Learning Points: This year we need the Toy Show more than ever

It’s hard to imagine the build-up to Christmas without The Toy Show. 
Learning Points: This year we need the Toy Show more than ever

Sophie Barnes Aabo speaking to Ryan Tubridy on last year's The Late Late Toy Show. As Ryan chatted to her about living with a sick brother, she became emotional and started to cry. Ryan’s gentle embrace and reassurance that, ‘it’s healthy to cry’ spoke to the entire nation. Picture: Andres Poveda

There are subtle differences between cultures that often remain unspoken. 

Sometimes, when those differences emerge, we see something about ourselves that we were comfortably unaware of. Like, I remember the first time I realised I had a Cork accent.
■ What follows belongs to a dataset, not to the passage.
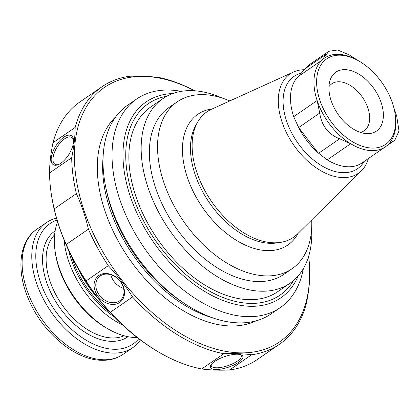 <?xml version="1.0" encoding="UTF-8"?>
<svg xmlns="http://www.w3.org/2000/svg" width="420" height="420" viewBox="0 0 420 420"><rect width="100%" height="100%" fill="white"/><g stroke="black" fill="none" stroke-linecap="round" stroke-linejoin="round"><path stroke-width="0.63" d="M211.328 364.429A15.829 5.203 161.3 0 0 211.276 365.81A15.829 5.203 161.3 0 0 216.011 367.794A15.829 5.203 161.3 0 0 237.326 361.147A15.829 5.203 161.3 0 0 241.264 355.656A15.829 5.203 161.3 0 0 240.382 354.596M215.576 369.495A17.094 5.623 -18.7 0 1 210.845 365.148A17.094 5.623 -18.7 0 1 224.852 356.543A17.094 5.623 -18.7 0 1 241.206 354.874A17.094 5.623 -18.7 0 1 236.444 363.662A17.094 5.623 -18.7 0 1 215.576 369.495M119.569 300.888A15.829 12.401 -133.1 0 0 120.703 299.975A15.829 12.401 -133.1 0 0 118.944 279.941A15.829 12.401 -133.1 0 0 99.078 276.859A15.829 12.401 -133.1 0 0 99.629 295.481A15.829 12.401 -133.1 0 0 119.569 300.888M123.575 288.362A15.829 12.401 46.9 0 1 110.854 274.764M98.233 296.583A17.094 13.393 46.9 0 1 105.803 273.478A17.094 13.393 46.9 0 1 123.911 296.804A17.094 13.393 46.9 0 1 98.233 296.583M73.526 140.527A15.829 7.198 -58.1 0 0 71.663 137.351A15.829 7.198 -58.1 0 0 60.758 142.254A15.829 7.198 -58.1 0 0 53.046 157.857A15.829 7.198 -58.1 0 0 54.952 164.241A15.829 7.198 -58.1 0 0 58.627 164.504M51.272 157.831A17.094 7.775 121.9 0 1 62.559 138.143A17.094 7.775 121.9 0 1 73.479 139.813A17.094 7.775 121.9 0 1 57.965 164.782A17.094 7.775 121.9 0 1 51.272 157.831M78.95 270.029A75.973 46.877 55.5 0 0 99.908 300.468M64.087 239.967A75.973 46.877 55.5 0 0 122.682 325.085M57.624 221.891A75.973 46.877 55.5 0 0 55.167 251.591A75.973 46.877 55.5 0 0 108.644 329.264A75.973 46.877 55.5 0 0 137.261 337.57M55.167 251.591L55.461 253.538A73.122 45.118 55.5 0 0 106.927 328.298L108.644 329.264M138.752 338.719A73.122 45.118 -124.5 0 1 113.6 349.262A73.122 45.118 -124.5 0 1 43.617 290.309A73.122 45.118 -124.5 0 1 57.083 220.091M140.385 339.959A75.973 46.877 -124.5 0 1 132.689 347.702A75.973 46.877 -124.5 0 1 112.613 353.084A75.973 46.877 -124.5 0 1 42.677 297.707A75.973 46.877 -124.5 0 1 46.531 222.547A75.973 46.877 -124.5 0 1 56.511 218.122M308.647 256.358A156.377 96.49 -124.5 0 1 309.834 273.273C309.771 282.608 308.621 292.688 306.374 303.518A156.377 96.49 -124.5 0 1 279.442 344.29A156.377 96.49 -124.5 0 1 251.612 354.758C243.448 353.661 234.197 353.315 223.855 353.714L201.695 368.97A156.377 96.49 -124.5 0 1 161.322 353.582L160.178 352.937A154.476 95.319 -124.5 0 1 51.45 194.996L51.256 193.699A156.377 96.49 -124.5 0 1 49.539 172.951C49.602 163.622 50.757 153.536 52.999 142.706A156.377 96.49 -124.5 0 1 79.936 101.934L102.097 86.677A156.377 96.49 -124.5 0 1 129.927 76.209L144.622 76.172L157.678 77.254A156.377 96.49 -124.5 0 1 194.665 90.783M311.703 219.902A101.299 62.507 -124.5 0 1 292.094 268.711L283.909 274.344A101.299 62.507 -124.5 0 1 257.14 281.521A101.299 62.507 -124.5 0 1 163.895 207.685A101.299 62.507 -124.5 0 1 169.029 107.468L177.214 101.84A101.299 62.507 -124.5 0 1 229.808 100.936M221.954 97.976A112.061 69.142 55.5 0 0 162.928 98.606A112.061 69.142 55.5 0 0 148.176 187.955A112.061 69.142 55.5 0 0 290.015 283.211A112.061 69.142 55.5 0 0 311.666 228.296M162.928 98.606L150.617 107.079A112.061 69.142 55.5 0 0 157.206 238.591A112.061 69.142 55.5 0 0 277.704 291.685L290.015 283.211M303.34 268.674A126.62 78.13 -124.5 0 1 280.214 307.634L271.183 313.85A126.62 78.13 -124.5 0 1 135.03 253.853A126.62 78.13 -124.5 0 1 127.586 105.257L136.616 99.041A126.62 78.13 -124.5 0 1 170.074 90.069A126.62 78.13 -124.5 0 1 181.267 91.345M280.214 307.634A126.62 78.13 -124.5 0 1 144.06 247.643A126.62 78.13 -124.5 0 1 136.616 99.041M223.855 353.714A156.377 96.49 -124.5 0 1 132.542 296.971C125.533 285.789 117.437 275.363 108.25 265.682A156.377 96.49 -124.5 0 1 88.405 229.168C85.486 216.573 81.48 204.729 76.382 193.636L54.222 208.892A156.377 96.49 -124.5 0 1 51.256 193.699M88.405 229.168L66.245 244.424C61.147 233.331 57.141 221.487 54.222 208.892M108.25 265.682L86.09 280.933A156.377 96.49 -124.5 0 1 66.245 244.424M132.542 296.971L110.381 312.228C101.194 302.547 93.098 292.115 86.09 280.933M251.612 354.758L229.451 370.015C219.109 370.419 209.858 370.067 201.695 368.97M161.322 353.582A156.377 96.49 -124.5 0 1 110.381 312.228M279.442 344.29L257.281 359.546A156.377 96.49 -124.5 0 1 229.451 370.015M308.621 256.447A154.476 95.319 -124.5 0 1 218.096 349.713A154.476 95.319 -124.5 0 1 80.204 197.809A154.476 95.319 -124.5 0 1 145.226 76.451A154.476 95.319 -124.5 0 1 194.57 90.773M76.382 193.636A156.377 96.49 -124.5 0 1 71.699 157.7C73.941 146.864 75.096 136.784 75.159 127.449L52.999 142.706M71.699 157.7L49.539 172.951M75.159 127.449A156.377 96.49 -124.5 0 1 102.097 86.677M292.094 268.711A101.299 62.507 -124.5 0 1 265.325 275.887A101.299 62.507 -124.5 0 1 172.074 202.052A101.299 62.507 -124.5 0 1 177.214 101.84M298.006 233.441A79.364 48.972 -124.5 0 1 266.889 250.619A79.364 48.972 -124.5 0 1 188.974 181.86A79.364 48.972 -124.5 0 1 212.273 108.901M368.466 158.487A60.275 37.191 -124.5 0 1 361.483 170.698L297.35 234.092A76.22 47.029 -124.5 0 1 280.513 242.387A76.22 47.029 -124.5 0 1 273.226 242.786A76.22 47.029 -124.5 0 1 208.446 196.765A76.22 47.029 -124.5 0 1 197.673 122.047A76.22 47.029 -124.5 0 1 211.428 109.284L293.538 71.998A60.275 37.191 -124.5 0 1 304.463 69.72M361.483 170.698A60.275 37.191 -124.5 0 1 342.405 177.576A60.275 37.191 -124.5 0 1 285.506 130.72A60.275 37.191 -124.5 0 1 293.538 71.998M395.11 113.93A51.917 32.036 -124.5 0 1 371.868 148.076A51.917 32.036 -124.5 0 1 317.21 89.492A51.917 32.036 -124.5 0 1 358.57 60.853A51.917 32.036 -124.5 0 1 395.11 113.93L395.304 115.227A53.812 33.206 -124.5 0 1 387.555 145.126A53.812 33.206 -124.5 0 1 385.434 146.806L361.972 162.955A53.812 33.206 -124.5 0 1 347.755 166.772A53.812 33.206 -124.5 0 1 344.836 166.52A53.812 33.206 -124.5 0 1 327.217 159.889L317.919 152.628L298.673 127.549L293.68 116.686A53.812 33.206 -124.5 0 1 291.501 89.04A53.812 33.206 -124.5 0 1 298.284 76.487L305.429 68.507L309.54 64.601M385.434 146.806A53.812 33.206 -124.5 0 1 371.212 150.623A53.812 33.206 -124.5 0 1 350.679 143.74A53.812 33.206 -124.5 0 1 317.142 100.538L319.699 113.075C321.657 125.758 328.309 134.332 339.659 138.789L350.679 143.74L327.217 159.889M293.68 116.686L317.142 100.538A53.812 33.206 -124.5 0 1 321.741 60.338A53.812 33.206 -124.5 0 1 357.425 60.207L358.57 60.853M358.754 60.958L349.256 54.889L337.68 49.985L328.85 51.293L321.741 60.338L298.284 76.487M387.555 145.126L390.642 142.669L394.774 140.285L399 130.966L396.674 115.978L393.818 107.657M381.139 102.575A35.768 22.071 -124.5 0 1 366.004 133.571A35.768 22.071 -124.5 0 1 337.969 114.151A35.768 22.071 -124.5 0 1 329.831 81.029A35.768 22.071 -124.5 0 1 354.133 71.726A35.768 22.071 -124.5 0 1 381.139 102.575M360.397 132.384A28.492 17.577 55.5 0 0 364.13 130.73A28.492 17.577 55.5 0 0 367.878 108.014A28.492 17.577 55.5 0 0 339.35 81.774A28.492 17.577 55.5 0 0 331.821 83.795A28.492 17.577 55.5 0 0 328.939 86.688M71.463 256.211A75.122 46.352 55.5 0 0 110.145 312.401M68.623 250.341A75.122 46.352 55.5 0 0 114.613 317.142M124.115 335.774A61.73 38.089 -124.5 0 1 111.788 337.937A61.73 38.089 -124.5 0 1 56.674 296.163A61.73 38.089 -124.5 0 1 54.611 234.811M128.021 336.698A64.26 39.653 -124.5 0 1 110.917 341.334A64.26 39.653 -124.5 0 1 46.557 282.161A64.26 39.653 -124.5 0 1 55.146 230.837M132.689 347.702L123.023 354.359A75.973 46.877 -124.5 0 1 102.947 359.741A75.973 46.877 -124.5 0 1 33.007 304.364A75.973 46.877 -124.5 0 1 36.86 229.199L46.531 222.547M298.274 275.788A118.87 73.348 -124.5 0 1 153.022 241.469A118.87 73.348 -124.5 0 1 172.809 93.539M293.612 280.439A116.193 71.694 -124.5 0 1 155.106 240.035A116.193 71.694 -124.5 0 1 166.803 96.233M184.086 303.224A120.608 74.419 -124.5 0 1 106.423 190.412M212.835 317.861A120.608 74.419 -124.5 0 1 103.01 158.329M256.19 320.796A124.404 76.76 -124.5 0 1 128.772 258.163A124.404 76.76 -124.5 0 1 115.747 116.786M280.513 242.387L276.99 242.933A74.603 46.032 -124.5 0 1 269.855 243.322A74.603 46.032 -124.5 0 1 206.451 198.277A74.603 46.032 -124.5 0 1 195.904 125.15L197.673 122.047M364.187 161.432A56.028 34.571 -124.5 0 1 342.709 172.688A56.028 34.571 -124.5 0 1 288.414 125.932A56.028 34.571 -124.5 0 1 301.581 73.096M317.919 152.628L317.389 152.145A55.125 34.015 -124.5 0 1 297.034 124.289M318.633 153.263L339.659 138.789M298.673 127.549L319.699 113.075M305.429 68.507L326.456 54.033M387.455 145.22L393.834 140.831M123.023 354.359C116.739 358.606 109.473 360.575 101.22 360.271C74.618 359.798 42.467 332.299 28.76 299.717C16.154 271.362 18.659 241.411 36.86 229.199M309.524 64.58L328.839 51.282M386.799 145.782L394.774 140.291"/></g></svg>

I was a teenager working on a building site in London, I asked the foreman, "Is the work always the same?’

What came out was, "Is de wark always de same, boy?" Oh, that old stony grey soil of Cork.

I recall another penetrating insight I had in my early 20s when I was dating a French girl. I was regaling her with a memory from my childhood about our summers to Normandy, France. 

I was obviously trying to impress her and show her we were a pro-French family with our French summer holidays but it didn’t really work out that way. 

I can still picture the look on her face as I explained how one such holiday, and I use the term loosely, was marred because my mother had become tormented with the thought she forgot to turn off the immersion. It stalked our holiday, at the beach, in the pool, pizza dripping from my mouth, gulping my third Diablo Fraise, a look would come over my mother’s face, like she was a contestant on Master Mind desperately searching for the answer, ‘I did, I forgot to turn it off,’ and peace would collapse into panic. 

‘What is Immersion?’ My Parisian petite amie asked. What is immersion? I thought everyone suffered under the oppressive weight of the immersion, not just Irish families. I felt a little resentful that she had lived in blissful ignorance, that her summers were lived with such immersion abandon. 

On that same evening we sat down to watch The Late Late Toy Show, halfway through she got up and declared, ‘c’est nul’, it sucks! 

I knew the relationship was doomed to failure. The cultural differences, the divide that separated us was too great. The immersion I could just about tolerate but dissing The Toy show, it was akin to sacrilege.

And so the annual Irish Christmas klaxon will sound tomorrow evening at 9:30pm. It’s hard to imagine the build-up to Christmas without The Toy Show. 

As is the way with many successful ventures The Toy Show started out as a little adjunct at the end of The Late Late Show in 1975 to offer bewildered parents support managing their children’s Santa lists. But it’s become a national treasure. In fact, over the years it has become far more important than just a show that places products for sale. 

Over the years, The Toy Show has reflected the changing values of our small island. Last year, in particular, saw the show reach new heights of social commentary. It was a Toy Show about inclusion, about diversity and overcoming adversity. 

This year, the pressure on Ryan is huge as the nation, more than ever, looks to that perennial favourite to light the way and cheer up a nation that has had to endure so much. 

If your family is like mine, your children have probably been tormenting you all week to put up the decorations so ‘the house will look Christmassy for The Toy Show’. It is hard to explain how important this show has become to us all. It has become a part of our collective consciousness, a part of who we are. That is what my French girlfriend missed all those years ago. It wasn’t just a Toy Show, it was us being reflected back through our screens.

Over the years, we have witnessed some truly magnificent moments. Gay Byrne being rescued by a knight in 1992, or who could forget Pat Kenny’s entrance on an elephant in 2002. Like Hannibal over the Alps but a little more awkward he lumbered into the studio doing his very best to seem nonchalant while terrified. 

We have also been introduced to some real characters too, the horologist John Joe Brennan in 2009 stands out as one of the most interesting characters we have met on Irish TV. 

Yet, for me, last year's interview with young Sophie Barnes Aabo captured the significance of the show and why it’s in our DNA. As Ryan chatted to her about living with a sick brother, she became emotional and started to cry. Ryan’s gentle embrace and reassurance that, ‘it’s healthy to cry’ spoke to the entire nation. 

This year, we need Ryan to speak to us again, we need him to reassure us next year will be better than the last. The message must be positive. 

That is why so many of our diaspora will be tuning in from all over the world. We are all waiting, one more sleep. No pressure, Ryan.